Diametralmente opposto e antagonista sembra essere il punto di vista che segue nel racconto, quello del padre Attilio. Mentre Marta guarda a lui come un nemico, lui la osserva come se non riuscisse a riconoscerla e capirla. “C'è qualcosa che desideri? Qualcosa che ti farebbe felice?” le chiede tentando di penetrare i suoi silenzi e i suoi malumori, e di riempirli con qualcosa – un viaggio all'estero o una palestra personale, per esempio. Marta ha, o potrebbe avere, qualsiasi cosa volesse; eppure non desidera nulla, priva di obiettivi o spinte.

 

Ma proprio quando sembra che le prospettive di Marta e suo padre siano così diverse da non potersi incontrare, scopriamo che l'oggetto della loro osservazione è esattamente lo stesso. Ironicamente, eccoli incontrarsi nella situazione più insospettabile, uniti dal medesimo desiderio segreto.
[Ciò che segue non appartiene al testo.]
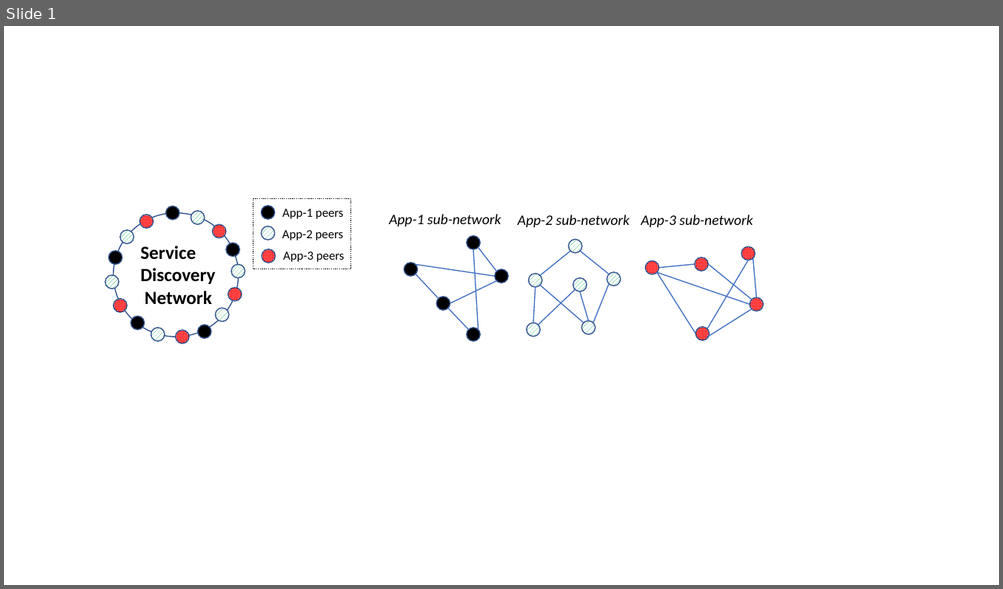
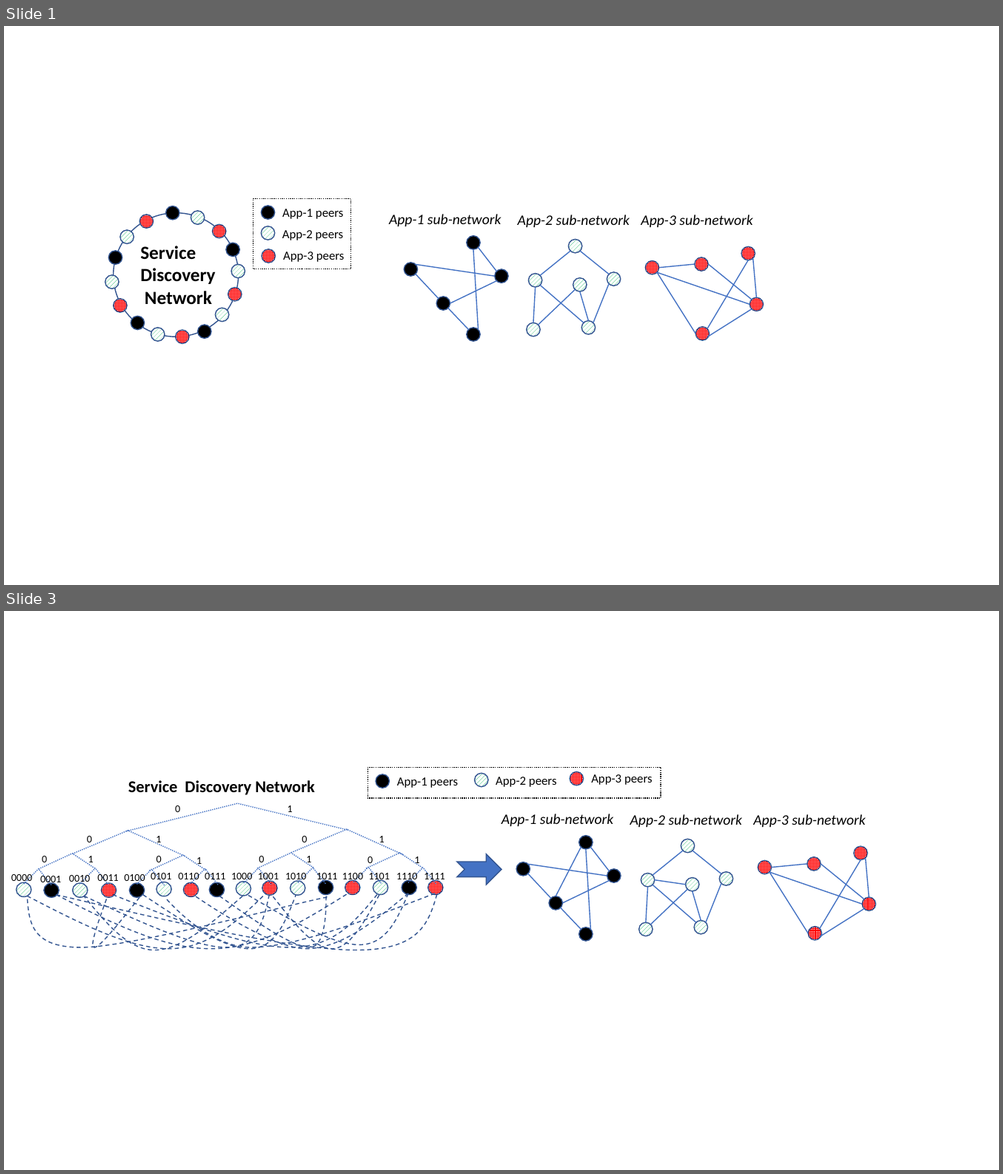
Before and after one commit to sambacha/service-discovery-paper, a slide deck: img/subnetwork-source.pptx. Shown one above the other, each under a label of ours: slide 1 before the commit, slides 1 and 3 after it; the slides between them are not shown. The pictures are 1003x589 and 1003x1174 pixels, drawn with LibreOffice and Linux fonts; fonts in the diff are those of the drawing. Boxes give left, top, right and bottom in pixels: in the first picture for what was removed or moved away, otherwise in the second. Text is boxed around its words. In the diff, an @@ line names an element or a change of style, - is before the commit and + after.

```diff
--- a/img/subnetwork-source.pptx
+++ b/img/subnetwork-source.pptx
@@ slide 3 added at box(4, 611, 999, 1170), background #FFFFFF @@
@@ text added at box(128, 780, 315, 795), 16 pt, text #000000, bold @@
+Service Discovery Network
@@ group added at box(368, 768, 661, 798): 3 ellipses, 3 texts, 1 rectangle @@
+App-1 peers
+App-2 peers
+App-3 peers
@@ group added at box(501, 814, 876, 941): 20 lines, 16 ellipses, 3 texts @@
+App-1 sub-network
+App-2 sub-network
+App-3 sub-network
@@ notched right arrow added at box(457, 854, 502, 885), fill #4472C4, outline #325491 1 pt @@
@@ line added from (555, 897) to (580, 848), #4472C4 1 pt @@
@@ group added at box(11, 803, 444, 897): 30 lines, 30 texts, 16 ellipses @@
+0
+1
+0
+1
+0
+1
+0
+1
+0
+1
+0
+1
+0
+1
+0000
+0001
+0010
+0011
+0100
+0101
+0110
+0111
+1000
+1001
+1010
+1011
+1100
+1101
+1110
+1111
@@ group added at box(27, 894, 438, 951): 13 freeform shapes @@
@@ line added from (686, 885) to (654, 880), #4472C4 1 pt @@
```
Also in this commit, not shown: 1 slide changed, 1 other slide added, 1 other file.

Nel momento in cui tale segreto viene svelato, e scopriamo la grande bugia di Attilio, realizziamo quanto sia metaforico il suo impero costruito sulla spazzatura: sul rifiuto, sullo sporco, su ciò che tutti vogliono nascondere.

 

E' un'altra sorpresa ad aprire la penultima sezione del romanzo, quella narrata dal punto di vista di Pietro, il figlio maggiore. Apparentemente, è l'erede modello di Attilio: fresco di laurea ad Oxford, brillante e ammiratissimo, nasconde in realtà un'insicurezza parossistica e malata dietro enormi bugie. Incapace persino di uscire di casa, anche Pietro, come Marta, non riesce a liberarsi della sua infanzia, a cui ripensa ossessivamente. Questa incapacità di crescere unisce infine Attilio ai suoi figli: nessuno di loro è in grado di crescere, di maturare, di invecchiare. La sensazione di fine imminente e di paura accomuna tutti e tre i protagonisti, e la Ciabatti ce la fa vedere in modo vivido tramite l'immagine ricorrente delle voragini scure, delle cadute, nella cui profondità Marta, Pietro e Attilio si lasciano precipitare.

 

La storia dei Bonifazi sembra ben ritratta da questo vuoto. Il loro è un paradiso deserto: un mondo perfetto, ma vuoto e precario, intimamente minato dalla menzogna e dall'insicurezza. Un grande patrimonio di cui rimane solo “quel castelletto col borgo intorno, niente”. Il romanzo si chiude ritornando al punto di vista di Marta, dove l'unica prospettiva di salvezza possibile è la distruzione totale, il vero deserto.